WHAT IS BEING ASKED
Copy out each line of the material that includes the word "Presentazione".
(DATA UNDER STUDY Opens)
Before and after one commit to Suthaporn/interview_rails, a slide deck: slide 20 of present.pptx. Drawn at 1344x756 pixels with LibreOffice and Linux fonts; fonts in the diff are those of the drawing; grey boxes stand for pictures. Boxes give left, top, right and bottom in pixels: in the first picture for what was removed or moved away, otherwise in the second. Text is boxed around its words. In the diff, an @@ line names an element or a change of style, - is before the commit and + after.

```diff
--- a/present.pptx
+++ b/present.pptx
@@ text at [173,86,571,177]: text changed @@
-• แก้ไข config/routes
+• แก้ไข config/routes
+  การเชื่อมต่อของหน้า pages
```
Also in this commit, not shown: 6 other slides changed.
(DATA UNDER STUDY Closes)
(DATA UNDER STUDY Opens)
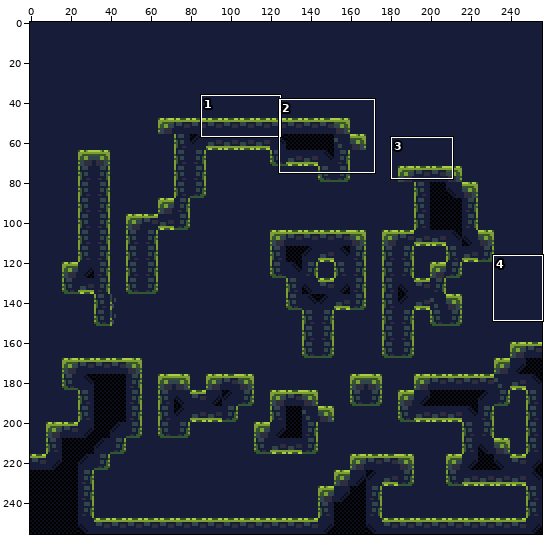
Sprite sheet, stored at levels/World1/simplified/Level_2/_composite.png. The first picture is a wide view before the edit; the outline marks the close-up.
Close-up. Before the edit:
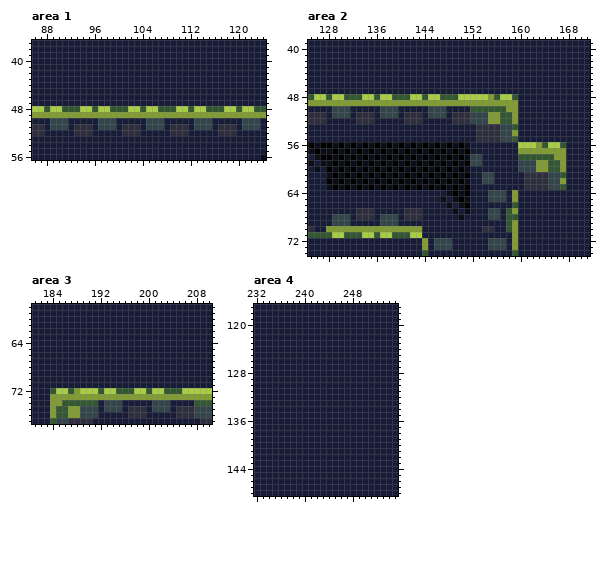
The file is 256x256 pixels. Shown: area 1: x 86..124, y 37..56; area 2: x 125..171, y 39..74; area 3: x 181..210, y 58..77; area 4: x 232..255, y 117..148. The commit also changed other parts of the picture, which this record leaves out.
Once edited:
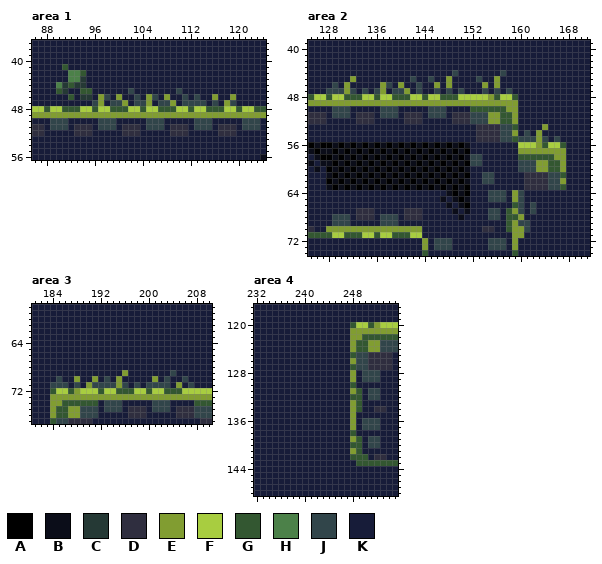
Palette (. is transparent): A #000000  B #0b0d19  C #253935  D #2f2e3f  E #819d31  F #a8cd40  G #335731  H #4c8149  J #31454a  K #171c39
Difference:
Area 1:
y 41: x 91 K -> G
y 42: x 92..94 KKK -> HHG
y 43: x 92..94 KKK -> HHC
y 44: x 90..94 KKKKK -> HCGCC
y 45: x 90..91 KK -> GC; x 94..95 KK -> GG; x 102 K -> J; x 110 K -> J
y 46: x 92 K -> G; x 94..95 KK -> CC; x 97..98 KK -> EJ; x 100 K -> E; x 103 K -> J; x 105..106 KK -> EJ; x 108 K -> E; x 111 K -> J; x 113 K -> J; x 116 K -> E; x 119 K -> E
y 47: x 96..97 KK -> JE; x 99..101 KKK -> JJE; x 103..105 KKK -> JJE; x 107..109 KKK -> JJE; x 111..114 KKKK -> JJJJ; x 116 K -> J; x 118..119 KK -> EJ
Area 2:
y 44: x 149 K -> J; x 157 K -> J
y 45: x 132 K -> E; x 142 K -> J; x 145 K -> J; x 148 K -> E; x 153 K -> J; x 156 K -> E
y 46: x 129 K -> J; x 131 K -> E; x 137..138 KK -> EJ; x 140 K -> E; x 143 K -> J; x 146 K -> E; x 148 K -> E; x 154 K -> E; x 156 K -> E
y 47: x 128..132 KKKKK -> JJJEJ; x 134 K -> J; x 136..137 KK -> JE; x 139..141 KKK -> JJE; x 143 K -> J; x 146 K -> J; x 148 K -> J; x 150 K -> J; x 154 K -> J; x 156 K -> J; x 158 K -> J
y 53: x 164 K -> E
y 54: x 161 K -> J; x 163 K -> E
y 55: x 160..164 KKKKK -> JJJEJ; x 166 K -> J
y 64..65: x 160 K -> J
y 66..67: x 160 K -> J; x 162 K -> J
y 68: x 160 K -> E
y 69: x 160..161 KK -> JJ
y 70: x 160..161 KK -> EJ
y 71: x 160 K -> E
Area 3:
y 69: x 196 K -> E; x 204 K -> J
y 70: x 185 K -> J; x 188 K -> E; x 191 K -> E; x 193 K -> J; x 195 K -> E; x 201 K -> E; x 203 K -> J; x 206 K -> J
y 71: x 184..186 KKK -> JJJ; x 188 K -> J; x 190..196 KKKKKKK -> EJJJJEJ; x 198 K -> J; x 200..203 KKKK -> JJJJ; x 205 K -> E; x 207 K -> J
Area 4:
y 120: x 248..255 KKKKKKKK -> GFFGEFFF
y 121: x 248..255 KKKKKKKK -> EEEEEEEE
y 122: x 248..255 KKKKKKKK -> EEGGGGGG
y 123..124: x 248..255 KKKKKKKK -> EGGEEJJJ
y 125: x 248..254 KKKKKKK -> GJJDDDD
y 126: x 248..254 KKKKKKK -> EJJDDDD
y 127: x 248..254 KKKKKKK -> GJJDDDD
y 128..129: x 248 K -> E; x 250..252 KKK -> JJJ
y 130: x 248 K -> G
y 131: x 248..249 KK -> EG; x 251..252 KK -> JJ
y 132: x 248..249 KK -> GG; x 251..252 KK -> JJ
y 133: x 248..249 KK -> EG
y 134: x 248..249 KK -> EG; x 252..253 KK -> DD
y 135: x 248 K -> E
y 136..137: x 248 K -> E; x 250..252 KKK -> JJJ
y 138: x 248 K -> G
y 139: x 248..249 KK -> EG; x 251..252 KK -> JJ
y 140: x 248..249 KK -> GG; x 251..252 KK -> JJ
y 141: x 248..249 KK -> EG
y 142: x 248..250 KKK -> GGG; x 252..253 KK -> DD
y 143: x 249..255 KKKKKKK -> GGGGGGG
(DATA UNDER STUDY Closes)
(DATA UNDER STUDY Opens)
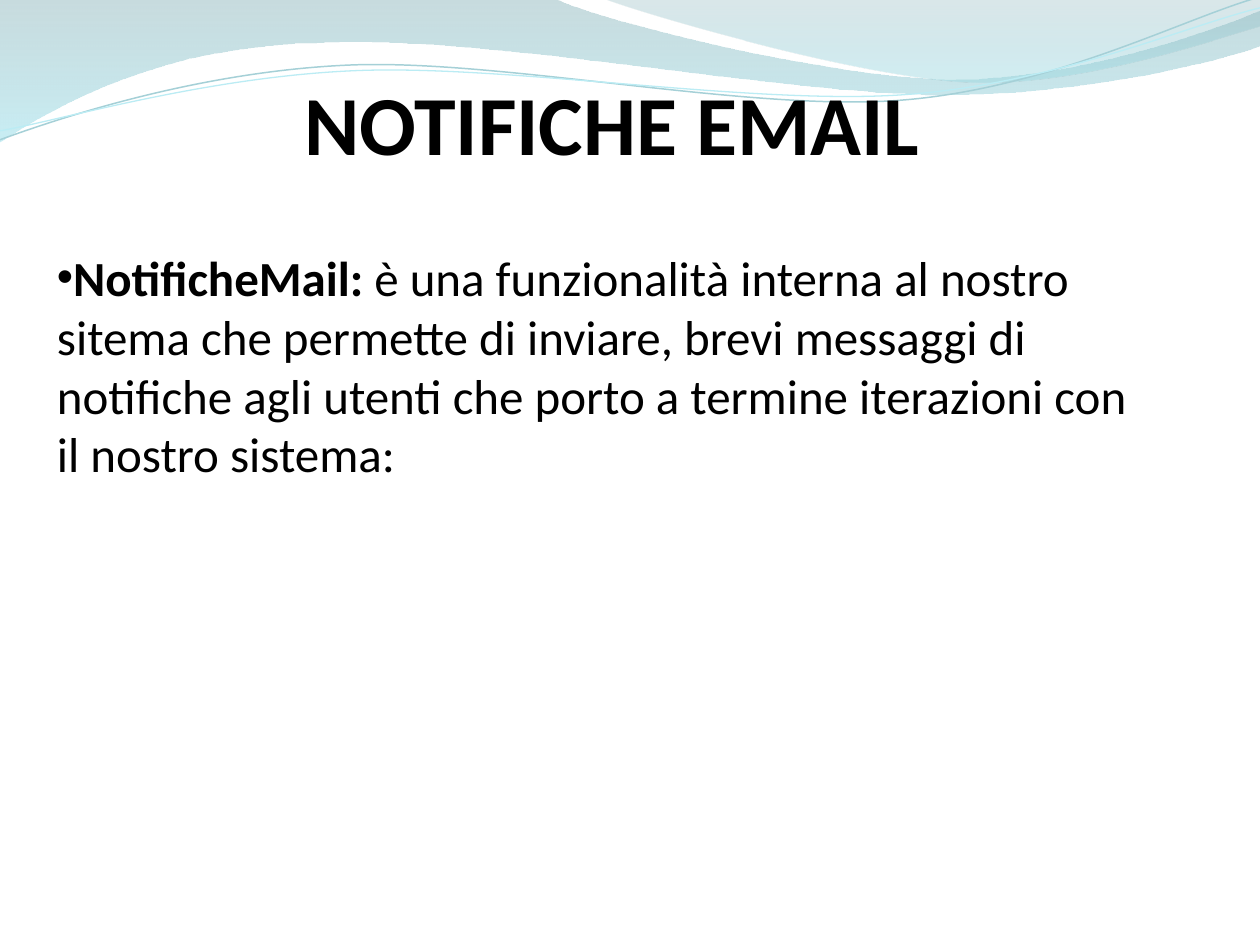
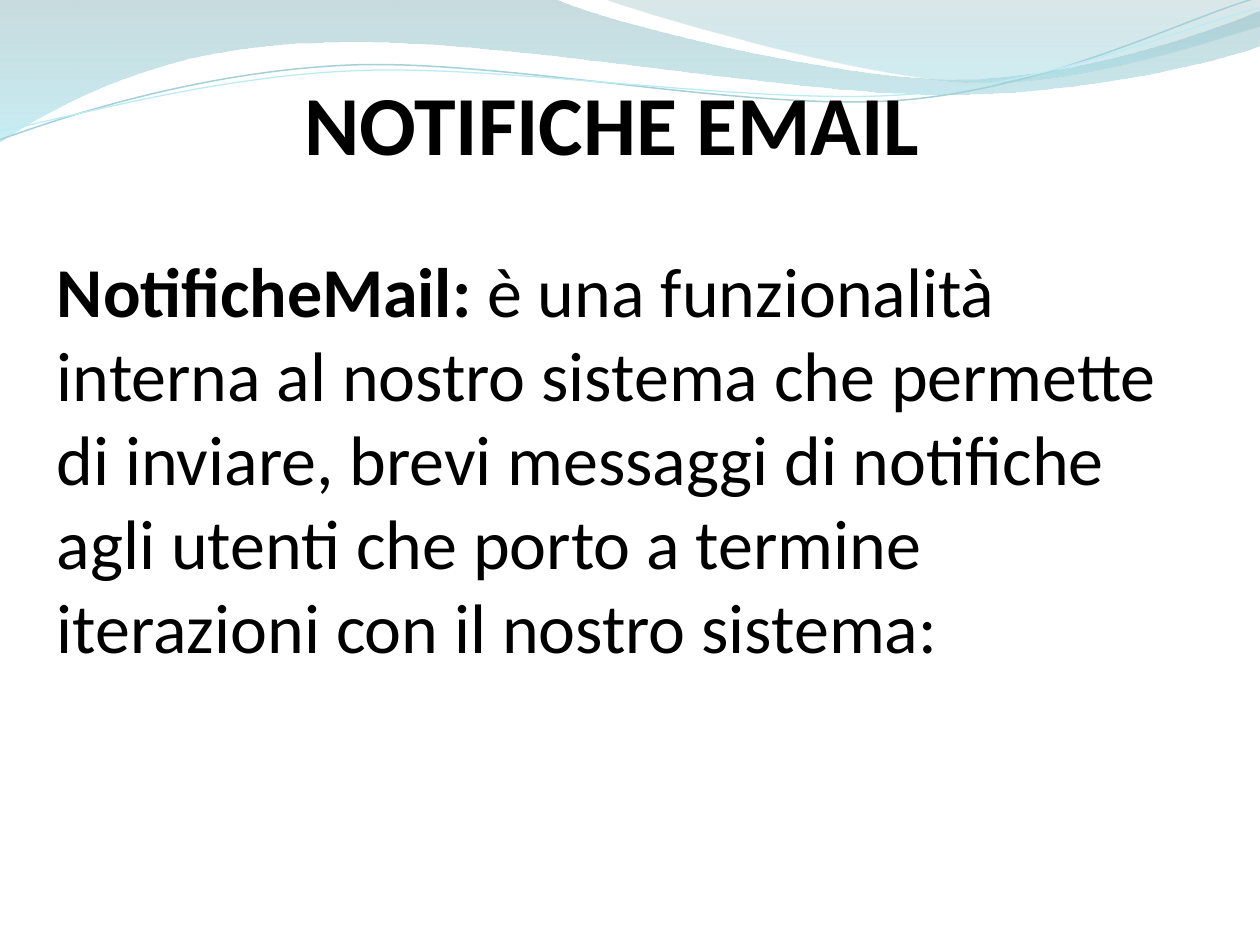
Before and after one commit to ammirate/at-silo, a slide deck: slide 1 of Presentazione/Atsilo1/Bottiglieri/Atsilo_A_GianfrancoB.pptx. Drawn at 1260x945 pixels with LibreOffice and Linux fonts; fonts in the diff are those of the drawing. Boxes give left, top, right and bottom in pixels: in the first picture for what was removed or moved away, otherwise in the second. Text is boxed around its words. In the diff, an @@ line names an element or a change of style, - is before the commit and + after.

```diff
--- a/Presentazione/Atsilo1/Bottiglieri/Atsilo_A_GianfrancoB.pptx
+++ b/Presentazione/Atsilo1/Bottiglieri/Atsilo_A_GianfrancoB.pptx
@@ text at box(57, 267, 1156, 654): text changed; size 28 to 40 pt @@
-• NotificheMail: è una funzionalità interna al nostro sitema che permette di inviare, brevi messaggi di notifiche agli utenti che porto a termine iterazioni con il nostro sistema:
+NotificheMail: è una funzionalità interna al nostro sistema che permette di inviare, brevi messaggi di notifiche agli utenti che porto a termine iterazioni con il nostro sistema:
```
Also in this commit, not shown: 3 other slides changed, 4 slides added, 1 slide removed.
(DATA UNDER STUDY Closes)
ANSWER FOR THE TASK
Before and after one commit to ammirate/at-silo, a slide deck: slide 1 of Presentazione/Atsilo1/Bottiglieri/Atsilo_A_GianfrancoB.pptx. Drawn at 1260x945 pixels with LibreOffice and Linux fonts; fonts in the diff are those of the drawing. Boxes give left, top, right and bottom in pixels: in the first picture for what was removed or moved away, otherwise in the second. Text is boxed around its words. In the diff, an @@ line names an element or a change of style, - is before the commit and + after.
--- a/Presentazione/Atsilo1/Bottiglieri/Atsilo_A_GianfrancoB.pptx
+++ b/Presentazione/Atsilo1/Bottiglieri/Atsilo_A_GianfrancoB.pptx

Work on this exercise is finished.